=== EXERCISE BRIEF ===
Gather from the listing below each line that includes the word "runs", and copy it.

=== DATA PROVIDED ===
------------
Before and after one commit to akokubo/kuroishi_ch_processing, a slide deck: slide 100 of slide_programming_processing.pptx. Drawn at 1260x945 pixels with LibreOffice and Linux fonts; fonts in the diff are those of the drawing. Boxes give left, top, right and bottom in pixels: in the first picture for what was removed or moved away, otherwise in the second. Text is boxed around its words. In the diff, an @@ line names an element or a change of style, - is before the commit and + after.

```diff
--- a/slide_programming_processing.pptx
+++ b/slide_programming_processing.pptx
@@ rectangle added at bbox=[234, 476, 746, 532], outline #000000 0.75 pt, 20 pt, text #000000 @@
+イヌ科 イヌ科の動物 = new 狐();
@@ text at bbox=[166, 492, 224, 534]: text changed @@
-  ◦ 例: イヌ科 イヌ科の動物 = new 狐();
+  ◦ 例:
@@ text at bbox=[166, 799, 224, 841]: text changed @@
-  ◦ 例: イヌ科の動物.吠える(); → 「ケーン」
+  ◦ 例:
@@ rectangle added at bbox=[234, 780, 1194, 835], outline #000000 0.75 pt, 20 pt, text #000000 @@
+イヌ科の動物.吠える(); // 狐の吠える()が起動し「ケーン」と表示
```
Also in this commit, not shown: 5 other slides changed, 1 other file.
------------
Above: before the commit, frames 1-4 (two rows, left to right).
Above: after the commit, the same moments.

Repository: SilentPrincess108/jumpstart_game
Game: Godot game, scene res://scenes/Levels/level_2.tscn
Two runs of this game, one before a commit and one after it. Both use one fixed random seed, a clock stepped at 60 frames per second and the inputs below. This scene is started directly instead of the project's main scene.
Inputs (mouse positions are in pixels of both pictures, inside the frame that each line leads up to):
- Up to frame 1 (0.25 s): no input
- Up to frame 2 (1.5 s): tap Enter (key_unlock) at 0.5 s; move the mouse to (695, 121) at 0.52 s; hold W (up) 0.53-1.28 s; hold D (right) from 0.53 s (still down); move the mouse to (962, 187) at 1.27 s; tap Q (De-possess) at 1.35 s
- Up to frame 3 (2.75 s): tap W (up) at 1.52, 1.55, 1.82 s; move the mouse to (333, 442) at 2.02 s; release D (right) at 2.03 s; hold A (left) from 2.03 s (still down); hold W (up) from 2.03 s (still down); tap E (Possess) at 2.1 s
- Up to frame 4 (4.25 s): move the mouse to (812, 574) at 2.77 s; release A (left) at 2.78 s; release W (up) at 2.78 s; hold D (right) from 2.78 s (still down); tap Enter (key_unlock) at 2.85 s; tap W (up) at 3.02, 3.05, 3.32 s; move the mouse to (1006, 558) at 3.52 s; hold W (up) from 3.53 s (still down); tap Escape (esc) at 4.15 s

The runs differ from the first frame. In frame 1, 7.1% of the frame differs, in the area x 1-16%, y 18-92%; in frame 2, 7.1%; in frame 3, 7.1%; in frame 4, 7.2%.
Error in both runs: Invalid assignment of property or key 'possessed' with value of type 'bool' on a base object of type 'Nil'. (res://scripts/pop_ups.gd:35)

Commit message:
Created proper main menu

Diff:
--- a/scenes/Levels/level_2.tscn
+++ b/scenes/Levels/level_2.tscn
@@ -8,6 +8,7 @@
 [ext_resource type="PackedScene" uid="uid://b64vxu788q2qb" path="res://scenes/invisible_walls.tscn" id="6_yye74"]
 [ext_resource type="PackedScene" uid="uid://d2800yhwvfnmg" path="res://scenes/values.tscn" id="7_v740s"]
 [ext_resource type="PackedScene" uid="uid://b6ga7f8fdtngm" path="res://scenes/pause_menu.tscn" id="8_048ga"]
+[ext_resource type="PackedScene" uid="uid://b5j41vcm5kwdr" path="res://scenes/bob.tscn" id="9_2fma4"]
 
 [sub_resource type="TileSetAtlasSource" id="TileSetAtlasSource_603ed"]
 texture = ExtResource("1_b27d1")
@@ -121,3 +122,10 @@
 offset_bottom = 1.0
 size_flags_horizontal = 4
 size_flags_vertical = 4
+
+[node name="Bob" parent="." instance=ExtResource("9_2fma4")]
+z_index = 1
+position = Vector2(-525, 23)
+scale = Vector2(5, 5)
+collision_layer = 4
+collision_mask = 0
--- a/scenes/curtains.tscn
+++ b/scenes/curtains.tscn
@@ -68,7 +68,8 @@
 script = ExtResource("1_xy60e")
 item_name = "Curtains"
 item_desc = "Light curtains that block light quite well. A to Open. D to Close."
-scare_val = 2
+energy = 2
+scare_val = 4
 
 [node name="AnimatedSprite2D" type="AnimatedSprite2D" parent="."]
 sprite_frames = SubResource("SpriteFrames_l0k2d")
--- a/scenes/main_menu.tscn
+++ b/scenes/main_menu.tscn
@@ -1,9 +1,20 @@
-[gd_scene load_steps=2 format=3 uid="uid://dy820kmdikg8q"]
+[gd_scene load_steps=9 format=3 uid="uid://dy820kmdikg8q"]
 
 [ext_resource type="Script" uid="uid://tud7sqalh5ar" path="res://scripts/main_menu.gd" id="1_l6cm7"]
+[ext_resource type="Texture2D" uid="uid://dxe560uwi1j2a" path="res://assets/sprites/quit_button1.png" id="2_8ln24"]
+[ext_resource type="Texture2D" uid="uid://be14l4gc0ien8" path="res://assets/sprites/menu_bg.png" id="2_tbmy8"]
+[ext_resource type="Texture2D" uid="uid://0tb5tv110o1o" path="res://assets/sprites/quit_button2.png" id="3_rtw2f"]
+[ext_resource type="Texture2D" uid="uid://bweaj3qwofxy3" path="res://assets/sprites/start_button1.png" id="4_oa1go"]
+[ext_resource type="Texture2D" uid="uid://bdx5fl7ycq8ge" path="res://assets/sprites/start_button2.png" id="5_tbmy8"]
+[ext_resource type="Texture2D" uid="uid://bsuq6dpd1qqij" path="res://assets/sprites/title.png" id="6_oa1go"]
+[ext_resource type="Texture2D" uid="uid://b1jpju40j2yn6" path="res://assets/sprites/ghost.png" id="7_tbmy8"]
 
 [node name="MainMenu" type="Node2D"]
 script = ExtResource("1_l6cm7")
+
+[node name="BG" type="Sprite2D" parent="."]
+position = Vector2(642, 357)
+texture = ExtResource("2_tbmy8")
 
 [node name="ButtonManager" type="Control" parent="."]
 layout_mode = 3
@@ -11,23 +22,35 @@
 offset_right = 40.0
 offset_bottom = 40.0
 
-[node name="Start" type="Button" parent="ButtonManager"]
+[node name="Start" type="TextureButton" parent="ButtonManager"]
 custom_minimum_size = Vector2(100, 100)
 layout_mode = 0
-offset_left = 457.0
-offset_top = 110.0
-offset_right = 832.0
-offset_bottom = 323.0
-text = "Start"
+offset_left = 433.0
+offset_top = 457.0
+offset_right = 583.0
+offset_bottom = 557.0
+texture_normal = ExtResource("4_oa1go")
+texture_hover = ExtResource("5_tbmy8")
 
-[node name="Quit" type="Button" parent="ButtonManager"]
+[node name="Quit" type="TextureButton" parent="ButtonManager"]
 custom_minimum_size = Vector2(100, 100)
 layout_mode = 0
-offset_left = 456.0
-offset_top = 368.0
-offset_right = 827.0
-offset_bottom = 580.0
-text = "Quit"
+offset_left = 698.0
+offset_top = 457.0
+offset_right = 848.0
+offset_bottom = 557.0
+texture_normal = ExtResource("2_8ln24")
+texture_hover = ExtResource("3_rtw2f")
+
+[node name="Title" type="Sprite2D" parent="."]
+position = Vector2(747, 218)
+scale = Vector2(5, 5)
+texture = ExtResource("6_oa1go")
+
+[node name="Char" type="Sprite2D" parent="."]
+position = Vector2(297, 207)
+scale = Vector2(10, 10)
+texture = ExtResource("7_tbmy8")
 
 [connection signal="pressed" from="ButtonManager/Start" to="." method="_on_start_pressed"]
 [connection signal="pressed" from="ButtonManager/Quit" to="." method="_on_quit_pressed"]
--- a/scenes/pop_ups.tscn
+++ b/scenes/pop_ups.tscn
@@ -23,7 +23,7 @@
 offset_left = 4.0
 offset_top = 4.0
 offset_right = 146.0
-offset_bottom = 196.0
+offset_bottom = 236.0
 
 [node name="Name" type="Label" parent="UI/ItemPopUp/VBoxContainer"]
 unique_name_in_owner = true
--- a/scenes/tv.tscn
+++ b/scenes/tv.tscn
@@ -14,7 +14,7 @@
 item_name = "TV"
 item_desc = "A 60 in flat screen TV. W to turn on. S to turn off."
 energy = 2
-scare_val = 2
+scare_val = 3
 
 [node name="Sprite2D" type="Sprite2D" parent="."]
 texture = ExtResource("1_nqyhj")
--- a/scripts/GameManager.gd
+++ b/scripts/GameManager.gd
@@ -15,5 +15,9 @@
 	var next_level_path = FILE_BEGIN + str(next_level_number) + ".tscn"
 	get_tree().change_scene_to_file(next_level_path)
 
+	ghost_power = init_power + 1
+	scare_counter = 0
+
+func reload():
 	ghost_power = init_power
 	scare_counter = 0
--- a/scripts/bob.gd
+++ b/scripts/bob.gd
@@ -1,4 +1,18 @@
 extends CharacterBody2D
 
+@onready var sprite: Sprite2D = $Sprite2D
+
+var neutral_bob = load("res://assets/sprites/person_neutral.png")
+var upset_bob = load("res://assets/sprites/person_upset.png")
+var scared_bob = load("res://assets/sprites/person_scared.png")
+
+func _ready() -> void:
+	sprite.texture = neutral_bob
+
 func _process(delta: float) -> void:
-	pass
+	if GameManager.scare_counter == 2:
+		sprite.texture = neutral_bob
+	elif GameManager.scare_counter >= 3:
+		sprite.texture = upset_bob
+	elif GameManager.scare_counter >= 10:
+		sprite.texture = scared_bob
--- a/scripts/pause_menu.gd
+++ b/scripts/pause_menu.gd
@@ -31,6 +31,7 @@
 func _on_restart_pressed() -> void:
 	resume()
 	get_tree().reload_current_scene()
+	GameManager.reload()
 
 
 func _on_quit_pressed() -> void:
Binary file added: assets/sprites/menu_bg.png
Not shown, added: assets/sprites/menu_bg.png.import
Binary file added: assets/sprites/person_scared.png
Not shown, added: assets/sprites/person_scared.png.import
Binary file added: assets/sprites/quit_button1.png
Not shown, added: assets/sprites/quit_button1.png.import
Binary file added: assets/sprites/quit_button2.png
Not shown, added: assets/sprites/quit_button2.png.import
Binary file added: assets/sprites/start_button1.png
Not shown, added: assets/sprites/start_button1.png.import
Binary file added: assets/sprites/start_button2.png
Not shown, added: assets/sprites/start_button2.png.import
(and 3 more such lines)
------------
=== RESPONSE TO THE TASK ===
Two runs of this game, one before a commit and one after it. Both use one fixed random seed, a clock stepped at 60 frames per second and the inputs below. This scene is started directly instead of the project's main scene.
The runs differ from the first frame. In frame 1, 7.1% of the frame differs, in the area x 1-16%, y 18-92%; in frame 2, 7.1%; in frame 3, 7.1%; in frame 4, 7.2%.
Error in both runs: Invalid assignment of property or key 'possessed' with value of type 'bool' on a base object of type 'Nil'. (res://scripts/pop_ups.gd:35)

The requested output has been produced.